Type promotion rules: When two dtypes meet in an operation:

  • F64 wins over everything (float + int → float, float + bool → float).

  • I64 wins over B1 (int + bool → int, treating True as 1 and False as 0).

  • B1 with B1 stays B1.

This mirrors NumPy’s “safe” promotion rules but with a much smaller type set.


Indexing

Indexing supports scalars, slices, None (newaxis), boolean masks, and integer arrays (fancy indexing). Understanding the copy vs. view distinction is critical.

a = array([10, 20, 30, 40, 50])

# Scalar
print(a[0])       # 10

Scalar indexing returns a plain Python int or float.

# Slice (returns view)
print(a[1:4])     # NDArray([20, 30, 40])

Why views? Slices return a view (not a copy) — they share memory with the original. This makes slicing cheap (O(1)) and avoids data duplication. Changes to the slice affect the original array, and vice versa. If you need an independent copy, call .copy() explicitly.

# Newaxis (inserts dimension of size 1)
print(a[None].shape)       # (1, 5)
print(a[:, None].shape)    # (5, 1)

None (or np.newaxis) inserts a dimension of size 1 at that position. This is primarily used for broadcasting — for example, a[:, None] - a[None, :] builds a pairwise-difference matrix.

# Boolean mask
mask = a > 25
print(mask)                 # NDArray([0, 0, 1, 1, 1])
print(a[mask])              # NDArray([30, 40, 50])

Boolean indexing always copies. Because the selected elements may not occupy a contiguous memory region, latpy returns a fresh array.

# Fancy indexing
idx = array([0, 2, 4])
print(a[idx])              # NDArray([10, 30, 50])

Fancy indexing (using integer arrays) also always copies. This matches NumPy’s contract: when you index with an array of positions, the result is guaranteed to be contiguous and independent of the original.

# 2D fancy indexing (row selection + paired indices)
A = array([[10, 20, 30], [40, 50, 60], [70, 80, 90]])
print(A[array([0, 2])])           # NDArray([[10, 20, 30], [70, 80, 90]])
print(A[array([0, 2]), array([1, 2])])  # NDArray([20, 90])
print(A[array([0, 1]), 1])        # NDArray([20, 50])

When you pass two index arrays (A[[i0, i1], [j0, j1]]), they are paired element-wise: you get A[i0, j0], A[i1, j1]. Mixing a 1-D array with a scalar broadcasts the scalar.

Edge cases:

  • Out-of-bounds scalar: a[100] raises IndexError. latpy validates bounds eagerly.
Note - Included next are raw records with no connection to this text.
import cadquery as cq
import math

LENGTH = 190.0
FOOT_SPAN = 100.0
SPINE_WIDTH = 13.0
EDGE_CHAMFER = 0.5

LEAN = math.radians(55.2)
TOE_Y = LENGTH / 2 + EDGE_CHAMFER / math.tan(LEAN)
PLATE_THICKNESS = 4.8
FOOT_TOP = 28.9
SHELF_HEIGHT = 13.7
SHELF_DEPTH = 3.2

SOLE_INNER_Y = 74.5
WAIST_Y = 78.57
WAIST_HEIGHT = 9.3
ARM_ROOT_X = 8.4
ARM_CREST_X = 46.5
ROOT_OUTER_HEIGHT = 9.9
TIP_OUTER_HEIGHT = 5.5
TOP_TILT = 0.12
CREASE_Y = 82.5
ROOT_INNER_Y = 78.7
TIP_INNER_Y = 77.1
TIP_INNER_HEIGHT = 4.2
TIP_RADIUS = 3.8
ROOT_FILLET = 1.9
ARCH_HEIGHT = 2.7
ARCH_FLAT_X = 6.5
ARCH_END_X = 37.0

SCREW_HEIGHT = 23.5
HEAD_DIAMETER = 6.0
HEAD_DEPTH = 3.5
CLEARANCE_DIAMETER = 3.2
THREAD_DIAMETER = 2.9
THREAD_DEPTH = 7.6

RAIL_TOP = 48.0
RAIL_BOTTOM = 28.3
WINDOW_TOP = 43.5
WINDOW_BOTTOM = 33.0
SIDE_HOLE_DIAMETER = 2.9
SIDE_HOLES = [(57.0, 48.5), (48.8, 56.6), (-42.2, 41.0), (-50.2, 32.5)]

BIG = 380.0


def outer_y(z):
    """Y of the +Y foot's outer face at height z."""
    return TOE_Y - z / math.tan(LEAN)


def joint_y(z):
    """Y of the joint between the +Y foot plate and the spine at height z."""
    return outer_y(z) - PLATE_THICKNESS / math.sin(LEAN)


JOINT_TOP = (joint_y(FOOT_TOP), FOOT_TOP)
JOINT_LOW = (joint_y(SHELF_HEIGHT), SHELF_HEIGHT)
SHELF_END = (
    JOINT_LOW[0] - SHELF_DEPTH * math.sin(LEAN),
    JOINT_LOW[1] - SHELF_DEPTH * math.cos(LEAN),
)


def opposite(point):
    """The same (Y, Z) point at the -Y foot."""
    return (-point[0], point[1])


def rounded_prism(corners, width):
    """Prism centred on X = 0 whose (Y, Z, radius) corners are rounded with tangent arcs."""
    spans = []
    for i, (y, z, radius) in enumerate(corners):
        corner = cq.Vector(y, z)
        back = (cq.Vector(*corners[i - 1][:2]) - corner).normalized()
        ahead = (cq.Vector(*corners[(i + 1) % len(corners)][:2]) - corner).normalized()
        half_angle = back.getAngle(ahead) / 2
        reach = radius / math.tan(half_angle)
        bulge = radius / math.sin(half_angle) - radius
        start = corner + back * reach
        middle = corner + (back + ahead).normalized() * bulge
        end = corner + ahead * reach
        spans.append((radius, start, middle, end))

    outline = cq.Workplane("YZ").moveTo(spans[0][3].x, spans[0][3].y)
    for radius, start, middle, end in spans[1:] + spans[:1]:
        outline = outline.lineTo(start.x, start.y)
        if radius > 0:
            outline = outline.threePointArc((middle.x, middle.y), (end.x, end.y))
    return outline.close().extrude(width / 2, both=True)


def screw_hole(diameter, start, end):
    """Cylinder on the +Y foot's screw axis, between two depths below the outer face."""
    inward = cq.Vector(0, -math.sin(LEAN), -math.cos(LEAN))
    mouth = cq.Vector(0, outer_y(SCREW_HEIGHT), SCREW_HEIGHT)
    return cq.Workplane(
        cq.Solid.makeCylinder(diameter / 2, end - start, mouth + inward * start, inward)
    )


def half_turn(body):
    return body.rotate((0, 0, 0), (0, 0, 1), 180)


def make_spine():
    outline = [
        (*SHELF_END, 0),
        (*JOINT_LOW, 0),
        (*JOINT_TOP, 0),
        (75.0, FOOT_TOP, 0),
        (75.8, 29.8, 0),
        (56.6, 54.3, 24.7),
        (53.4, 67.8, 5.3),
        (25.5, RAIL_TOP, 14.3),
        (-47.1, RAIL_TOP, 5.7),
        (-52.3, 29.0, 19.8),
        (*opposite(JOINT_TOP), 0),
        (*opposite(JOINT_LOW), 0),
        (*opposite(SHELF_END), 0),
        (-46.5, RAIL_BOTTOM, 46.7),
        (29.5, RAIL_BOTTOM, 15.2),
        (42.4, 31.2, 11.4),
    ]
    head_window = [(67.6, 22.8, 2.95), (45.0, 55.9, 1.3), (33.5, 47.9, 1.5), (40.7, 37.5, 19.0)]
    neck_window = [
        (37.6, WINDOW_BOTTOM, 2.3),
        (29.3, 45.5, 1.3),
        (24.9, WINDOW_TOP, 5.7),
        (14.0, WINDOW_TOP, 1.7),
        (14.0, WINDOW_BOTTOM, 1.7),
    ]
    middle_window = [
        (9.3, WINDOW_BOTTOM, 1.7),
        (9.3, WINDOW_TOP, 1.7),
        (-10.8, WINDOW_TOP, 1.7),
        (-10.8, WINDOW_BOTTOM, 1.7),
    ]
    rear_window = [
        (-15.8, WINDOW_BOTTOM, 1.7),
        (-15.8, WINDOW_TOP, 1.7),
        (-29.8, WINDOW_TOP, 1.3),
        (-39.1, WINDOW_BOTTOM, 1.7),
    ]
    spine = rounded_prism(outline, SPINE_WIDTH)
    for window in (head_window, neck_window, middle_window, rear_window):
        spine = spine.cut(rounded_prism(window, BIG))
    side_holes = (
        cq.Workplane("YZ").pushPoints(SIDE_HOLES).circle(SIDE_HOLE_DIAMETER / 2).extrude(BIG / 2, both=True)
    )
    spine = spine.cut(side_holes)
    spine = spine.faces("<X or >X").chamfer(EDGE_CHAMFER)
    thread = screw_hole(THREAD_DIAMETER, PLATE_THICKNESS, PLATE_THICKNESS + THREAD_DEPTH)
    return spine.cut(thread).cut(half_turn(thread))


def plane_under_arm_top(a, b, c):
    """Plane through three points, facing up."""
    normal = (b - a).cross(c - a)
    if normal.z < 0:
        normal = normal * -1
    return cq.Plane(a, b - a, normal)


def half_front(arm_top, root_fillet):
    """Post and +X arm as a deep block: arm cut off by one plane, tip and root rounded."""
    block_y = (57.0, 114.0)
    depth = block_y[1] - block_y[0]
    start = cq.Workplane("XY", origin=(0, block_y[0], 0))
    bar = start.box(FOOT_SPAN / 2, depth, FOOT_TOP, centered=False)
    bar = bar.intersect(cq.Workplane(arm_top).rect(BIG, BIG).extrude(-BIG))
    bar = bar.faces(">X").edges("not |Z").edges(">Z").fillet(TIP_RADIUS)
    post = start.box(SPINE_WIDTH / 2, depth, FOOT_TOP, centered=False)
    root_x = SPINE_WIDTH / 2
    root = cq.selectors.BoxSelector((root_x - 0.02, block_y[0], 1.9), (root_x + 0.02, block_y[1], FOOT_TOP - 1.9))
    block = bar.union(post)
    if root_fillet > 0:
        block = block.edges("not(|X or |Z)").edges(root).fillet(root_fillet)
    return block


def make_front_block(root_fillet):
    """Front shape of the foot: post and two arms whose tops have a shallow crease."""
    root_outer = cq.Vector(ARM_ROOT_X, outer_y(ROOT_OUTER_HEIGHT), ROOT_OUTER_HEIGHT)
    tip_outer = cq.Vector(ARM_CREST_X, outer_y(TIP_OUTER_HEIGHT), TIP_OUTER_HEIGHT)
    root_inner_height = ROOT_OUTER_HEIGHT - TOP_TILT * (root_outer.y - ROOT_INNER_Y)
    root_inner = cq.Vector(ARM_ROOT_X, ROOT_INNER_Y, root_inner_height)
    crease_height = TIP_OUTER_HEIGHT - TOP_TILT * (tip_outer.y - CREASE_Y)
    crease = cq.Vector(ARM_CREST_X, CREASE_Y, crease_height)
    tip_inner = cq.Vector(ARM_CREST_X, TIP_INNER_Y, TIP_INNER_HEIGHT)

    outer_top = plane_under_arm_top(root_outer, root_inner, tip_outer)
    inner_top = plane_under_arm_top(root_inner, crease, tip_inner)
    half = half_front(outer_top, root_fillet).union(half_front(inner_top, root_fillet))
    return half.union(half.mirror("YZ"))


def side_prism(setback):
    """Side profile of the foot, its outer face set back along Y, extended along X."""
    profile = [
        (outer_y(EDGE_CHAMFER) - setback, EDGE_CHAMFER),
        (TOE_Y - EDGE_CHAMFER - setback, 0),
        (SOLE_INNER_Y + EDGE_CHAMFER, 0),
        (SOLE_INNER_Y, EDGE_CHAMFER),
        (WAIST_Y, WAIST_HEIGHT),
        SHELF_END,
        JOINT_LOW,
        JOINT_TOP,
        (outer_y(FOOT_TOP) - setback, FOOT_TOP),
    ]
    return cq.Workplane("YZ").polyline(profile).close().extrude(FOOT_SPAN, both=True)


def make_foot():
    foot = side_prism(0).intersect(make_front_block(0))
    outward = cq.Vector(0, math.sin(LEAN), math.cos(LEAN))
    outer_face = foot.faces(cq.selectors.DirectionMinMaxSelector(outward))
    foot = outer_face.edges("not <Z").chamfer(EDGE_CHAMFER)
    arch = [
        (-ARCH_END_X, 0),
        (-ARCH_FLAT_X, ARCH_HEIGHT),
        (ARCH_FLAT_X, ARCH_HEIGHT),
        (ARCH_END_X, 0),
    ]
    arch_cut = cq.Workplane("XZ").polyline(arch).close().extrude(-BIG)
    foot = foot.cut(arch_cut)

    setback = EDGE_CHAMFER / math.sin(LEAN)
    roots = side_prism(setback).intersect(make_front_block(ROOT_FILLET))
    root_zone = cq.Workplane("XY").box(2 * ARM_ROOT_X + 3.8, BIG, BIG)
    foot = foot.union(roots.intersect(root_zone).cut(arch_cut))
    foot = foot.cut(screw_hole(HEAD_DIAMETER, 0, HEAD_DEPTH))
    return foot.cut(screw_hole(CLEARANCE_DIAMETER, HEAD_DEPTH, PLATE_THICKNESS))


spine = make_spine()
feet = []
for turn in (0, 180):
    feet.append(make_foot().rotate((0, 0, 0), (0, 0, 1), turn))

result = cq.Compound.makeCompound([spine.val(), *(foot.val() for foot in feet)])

  • Out-of-bounds slice: a[3:100] does not raise — it silently returns whatever elements overlap (like Python’s own list slicing).
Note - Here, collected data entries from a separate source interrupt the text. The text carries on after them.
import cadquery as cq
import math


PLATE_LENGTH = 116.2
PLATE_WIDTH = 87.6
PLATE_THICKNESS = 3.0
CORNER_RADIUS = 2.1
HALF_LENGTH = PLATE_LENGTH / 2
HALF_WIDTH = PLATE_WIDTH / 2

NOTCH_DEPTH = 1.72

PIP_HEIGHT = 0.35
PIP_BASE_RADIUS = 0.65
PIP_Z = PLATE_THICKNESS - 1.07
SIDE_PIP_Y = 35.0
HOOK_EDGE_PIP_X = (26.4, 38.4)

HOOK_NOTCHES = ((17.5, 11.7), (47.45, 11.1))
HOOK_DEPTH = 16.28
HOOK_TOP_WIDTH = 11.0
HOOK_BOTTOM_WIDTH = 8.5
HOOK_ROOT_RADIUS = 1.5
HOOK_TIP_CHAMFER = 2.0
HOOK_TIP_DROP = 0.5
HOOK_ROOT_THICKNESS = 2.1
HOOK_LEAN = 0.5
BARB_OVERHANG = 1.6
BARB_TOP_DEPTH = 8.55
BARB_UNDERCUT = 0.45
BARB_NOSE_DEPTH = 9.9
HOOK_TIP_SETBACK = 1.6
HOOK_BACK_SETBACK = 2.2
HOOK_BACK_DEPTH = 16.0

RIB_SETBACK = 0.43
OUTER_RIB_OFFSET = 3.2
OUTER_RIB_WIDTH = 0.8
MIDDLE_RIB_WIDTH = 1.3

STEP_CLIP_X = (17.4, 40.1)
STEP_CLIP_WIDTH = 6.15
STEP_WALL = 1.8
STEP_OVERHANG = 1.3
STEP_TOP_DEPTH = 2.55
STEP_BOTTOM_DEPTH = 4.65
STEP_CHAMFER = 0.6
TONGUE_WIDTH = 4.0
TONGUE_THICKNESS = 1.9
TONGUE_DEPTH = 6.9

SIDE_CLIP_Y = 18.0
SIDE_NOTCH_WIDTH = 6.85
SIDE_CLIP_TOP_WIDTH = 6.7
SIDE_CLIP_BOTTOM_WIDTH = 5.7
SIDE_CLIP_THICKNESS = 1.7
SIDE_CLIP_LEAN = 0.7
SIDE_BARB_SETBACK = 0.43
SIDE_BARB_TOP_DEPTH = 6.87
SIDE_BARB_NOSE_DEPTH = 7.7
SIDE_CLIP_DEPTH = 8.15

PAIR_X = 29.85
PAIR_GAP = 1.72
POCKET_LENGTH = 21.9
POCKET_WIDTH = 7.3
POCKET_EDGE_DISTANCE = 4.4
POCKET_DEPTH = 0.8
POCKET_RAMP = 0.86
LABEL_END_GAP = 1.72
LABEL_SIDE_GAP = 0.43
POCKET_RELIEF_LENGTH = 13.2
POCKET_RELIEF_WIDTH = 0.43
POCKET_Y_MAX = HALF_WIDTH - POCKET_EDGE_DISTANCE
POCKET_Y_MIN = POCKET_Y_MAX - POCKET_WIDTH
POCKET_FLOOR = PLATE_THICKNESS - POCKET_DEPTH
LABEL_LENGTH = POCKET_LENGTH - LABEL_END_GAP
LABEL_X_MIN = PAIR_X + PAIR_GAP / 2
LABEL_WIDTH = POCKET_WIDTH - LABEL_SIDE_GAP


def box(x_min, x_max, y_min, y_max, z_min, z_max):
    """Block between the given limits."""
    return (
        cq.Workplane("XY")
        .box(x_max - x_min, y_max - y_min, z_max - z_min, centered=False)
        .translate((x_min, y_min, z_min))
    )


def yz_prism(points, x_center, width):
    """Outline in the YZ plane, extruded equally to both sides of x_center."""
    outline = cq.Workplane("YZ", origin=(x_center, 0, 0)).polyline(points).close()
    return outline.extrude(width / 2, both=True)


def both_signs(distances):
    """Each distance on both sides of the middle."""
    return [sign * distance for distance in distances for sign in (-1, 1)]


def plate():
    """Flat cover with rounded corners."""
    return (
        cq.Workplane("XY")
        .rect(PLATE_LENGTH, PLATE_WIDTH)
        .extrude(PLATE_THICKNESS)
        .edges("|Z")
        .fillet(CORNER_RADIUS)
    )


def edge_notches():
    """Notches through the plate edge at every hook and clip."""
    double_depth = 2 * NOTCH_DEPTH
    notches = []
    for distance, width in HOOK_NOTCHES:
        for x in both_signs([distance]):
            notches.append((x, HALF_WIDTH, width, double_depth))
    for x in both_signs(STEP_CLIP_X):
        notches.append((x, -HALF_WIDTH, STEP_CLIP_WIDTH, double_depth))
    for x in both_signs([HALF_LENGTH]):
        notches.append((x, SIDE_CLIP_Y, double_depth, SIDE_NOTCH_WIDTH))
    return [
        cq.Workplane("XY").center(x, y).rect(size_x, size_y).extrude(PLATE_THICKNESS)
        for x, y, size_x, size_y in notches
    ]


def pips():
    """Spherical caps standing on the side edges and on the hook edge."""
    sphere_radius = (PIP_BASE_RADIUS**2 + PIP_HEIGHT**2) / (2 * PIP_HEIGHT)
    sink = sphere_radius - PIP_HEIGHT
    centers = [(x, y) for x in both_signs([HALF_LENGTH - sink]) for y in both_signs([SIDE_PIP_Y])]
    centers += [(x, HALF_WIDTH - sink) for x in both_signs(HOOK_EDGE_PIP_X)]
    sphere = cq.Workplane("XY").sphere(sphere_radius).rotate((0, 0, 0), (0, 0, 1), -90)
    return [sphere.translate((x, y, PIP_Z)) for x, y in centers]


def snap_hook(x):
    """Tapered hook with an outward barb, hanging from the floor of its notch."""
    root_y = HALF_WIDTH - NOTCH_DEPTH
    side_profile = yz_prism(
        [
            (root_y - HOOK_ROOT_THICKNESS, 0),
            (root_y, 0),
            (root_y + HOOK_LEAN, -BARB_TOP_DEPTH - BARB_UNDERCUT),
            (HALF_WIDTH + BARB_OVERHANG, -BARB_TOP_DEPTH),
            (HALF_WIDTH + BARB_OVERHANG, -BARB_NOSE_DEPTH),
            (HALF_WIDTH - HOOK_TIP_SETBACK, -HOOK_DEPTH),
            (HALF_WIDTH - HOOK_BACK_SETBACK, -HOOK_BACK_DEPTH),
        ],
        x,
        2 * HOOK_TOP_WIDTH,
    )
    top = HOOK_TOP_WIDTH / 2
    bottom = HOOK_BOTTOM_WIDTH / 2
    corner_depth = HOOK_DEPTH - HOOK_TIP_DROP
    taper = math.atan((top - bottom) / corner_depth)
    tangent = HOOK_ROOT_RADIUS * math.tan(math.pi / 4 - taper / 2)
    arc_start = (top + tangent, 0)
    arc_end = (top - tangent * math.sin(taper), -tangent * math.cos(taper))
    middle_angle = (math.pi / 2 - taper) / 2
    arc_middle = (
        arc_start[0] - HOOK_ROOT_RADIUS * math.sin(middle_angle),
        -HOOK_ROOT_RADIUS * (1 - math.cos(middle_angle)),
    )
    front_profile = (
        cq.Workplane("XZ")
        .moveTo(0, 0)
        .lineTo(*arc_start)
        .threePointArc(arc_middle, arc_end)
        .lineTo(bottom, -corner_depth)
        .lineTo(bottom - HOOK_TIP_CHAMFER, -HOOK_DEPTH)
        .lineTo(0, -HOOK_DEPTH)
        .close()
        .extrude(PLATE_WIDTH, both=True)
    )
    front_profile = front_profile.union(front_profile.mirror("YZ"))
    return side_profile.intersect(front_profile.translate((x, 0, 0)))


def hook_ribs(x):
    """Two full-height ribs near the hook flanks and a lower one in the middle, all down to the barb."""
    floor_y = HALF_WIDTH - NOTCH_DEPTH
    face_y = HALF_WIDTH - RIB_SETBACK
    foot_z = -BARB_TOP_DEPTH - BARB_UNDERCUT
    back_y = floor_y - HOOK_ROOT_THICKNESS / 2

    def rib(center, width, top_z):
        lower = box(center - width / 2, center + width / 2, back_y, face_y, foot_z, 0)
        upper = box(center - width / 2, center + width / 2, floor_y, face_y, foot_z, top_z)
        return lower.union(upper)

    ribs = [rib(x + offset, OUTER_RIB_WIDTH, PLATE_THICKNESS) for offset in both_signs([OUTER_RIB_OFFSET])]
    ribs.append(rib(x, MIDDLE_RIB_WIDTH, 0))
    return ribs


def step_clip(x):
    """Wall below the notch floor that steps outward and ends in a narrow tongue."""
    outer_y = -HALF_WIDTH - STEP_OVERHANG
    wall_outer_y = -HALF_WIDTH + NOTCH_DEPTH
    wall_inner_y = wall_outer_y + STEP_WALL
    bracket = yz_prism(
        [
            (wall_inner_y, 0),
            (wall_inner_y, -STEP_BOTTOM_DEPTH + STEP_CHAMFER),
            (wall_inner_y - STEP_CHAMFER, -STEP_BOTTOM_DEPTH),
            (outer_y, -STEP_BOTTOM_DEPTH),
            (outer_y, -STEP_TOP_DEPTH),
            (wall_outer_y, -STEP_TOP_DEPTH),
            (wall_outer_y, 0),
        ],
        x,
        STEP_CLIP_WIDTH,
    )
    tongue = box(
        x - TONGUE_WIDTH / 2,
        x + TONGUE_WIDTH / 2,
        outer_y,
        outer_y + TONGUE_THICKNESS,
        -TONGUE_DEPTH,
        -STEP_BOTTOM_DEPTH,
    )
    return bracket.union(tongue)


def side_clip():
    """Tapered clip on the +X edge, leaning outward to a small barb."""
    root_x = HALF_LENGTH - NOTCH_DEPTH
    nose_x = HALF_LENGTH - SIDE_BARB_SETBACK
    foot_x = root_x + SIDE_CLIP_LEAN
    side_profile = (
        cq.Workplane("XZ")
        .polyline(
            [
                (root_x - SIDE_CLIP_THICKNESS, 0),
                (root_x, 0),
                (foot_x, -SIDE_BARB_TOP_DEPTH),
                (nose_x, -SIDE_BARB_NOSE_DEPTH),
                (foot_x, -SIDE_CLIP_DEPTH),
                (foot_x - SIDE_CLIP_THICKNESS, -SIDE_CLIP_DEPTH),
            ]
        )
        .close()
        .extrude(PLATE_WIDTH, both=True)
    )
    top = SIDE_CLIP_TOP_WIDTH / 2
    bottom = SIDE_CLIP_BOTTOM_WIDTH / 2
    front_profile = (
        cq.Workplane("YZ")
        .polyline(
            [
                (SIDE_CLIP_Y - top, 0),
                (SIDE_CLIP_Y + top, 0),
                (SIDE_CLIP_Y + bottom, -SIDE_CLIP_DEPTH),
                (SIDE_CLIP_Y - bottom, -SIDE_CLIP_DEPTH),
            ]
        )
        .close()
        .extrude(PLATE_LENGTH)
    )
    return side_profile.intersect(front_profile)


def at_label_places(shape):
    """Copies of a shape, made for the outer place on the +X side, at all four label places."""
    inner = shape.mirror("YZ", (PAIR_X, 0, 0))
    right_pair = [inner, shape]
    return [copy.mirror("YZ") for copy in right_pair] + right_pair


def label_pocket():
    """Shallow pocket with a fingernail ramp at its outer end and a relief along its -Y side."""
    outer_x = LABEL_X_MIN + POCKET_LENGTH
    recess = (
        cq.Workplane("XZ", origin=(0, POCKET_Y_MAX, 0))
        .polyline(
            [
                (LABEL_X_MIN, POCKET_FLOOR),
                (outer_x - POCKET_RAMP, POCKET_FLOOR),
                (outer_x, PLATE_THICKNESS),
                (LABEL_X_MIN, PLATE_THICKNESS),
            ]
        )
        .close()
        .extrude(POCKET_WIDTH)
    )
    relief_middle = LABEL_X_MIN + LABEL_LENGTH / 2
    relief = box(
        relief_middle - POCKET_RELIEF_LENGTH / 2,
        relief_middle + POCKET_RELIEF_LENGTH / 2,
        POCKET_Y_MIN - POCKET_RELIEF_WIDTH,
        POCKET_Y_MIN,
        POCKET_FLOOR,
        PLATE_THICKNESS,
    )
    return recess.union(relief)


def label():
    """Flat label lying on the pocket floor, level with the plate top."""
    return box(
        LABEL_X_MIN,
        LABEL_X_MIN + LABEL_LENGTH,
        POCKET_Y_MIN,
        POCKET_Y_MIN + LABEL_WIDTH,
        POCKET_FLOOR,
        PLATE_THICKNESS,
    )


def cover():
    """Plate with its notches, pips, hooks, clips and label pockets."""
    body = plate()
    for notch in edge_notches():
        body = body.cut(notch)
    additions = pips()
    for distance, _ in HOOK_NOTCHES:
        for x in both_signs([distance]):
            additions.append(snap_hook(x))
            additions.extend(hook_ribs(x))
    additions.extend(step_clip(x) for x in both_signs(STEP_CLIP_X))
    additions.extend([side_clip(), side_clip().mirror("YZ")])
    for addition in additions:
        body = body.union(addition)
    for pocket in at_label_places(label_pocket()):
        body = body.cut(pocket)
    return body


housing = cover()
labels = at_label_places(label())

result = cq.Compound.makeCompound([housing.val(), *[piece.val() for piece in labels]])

  • Boolean mask size mismatch: a[np.array([True, False])] on a length-5 array raises IndexError — the mask must match the axis size.

  • Empty slice: a[2:2] returns an empty array of shape (0,).


Operations

Arithmetic, comparison, and reduction operations follow NumPy broadcasting semantics and type promotion rules.

a = array([1, 2, 3])
b = array([4, 5, 6])

# Arithmetic
print(a + b)       # NDArray([5, 7, 9])
print(a - b)       # NDArray([-3, -3, -3])
print(a * b)       # NDArray([4, 10, 18])
print(a / b)       # NDArray([0.25, 0.4, 0.5])
print(a ** 2)      # NDArray([1, 4, 9])

Why NumPy broadcasting? Broadcasting allows arrays of different shapes to be combined without explicit looping or replication. latpy follows the same rules:

  1. Right-align shapes: (3,) vs () becomes (3,) vs (1,).

  2. Dimensions of size 1 stretch to match the other.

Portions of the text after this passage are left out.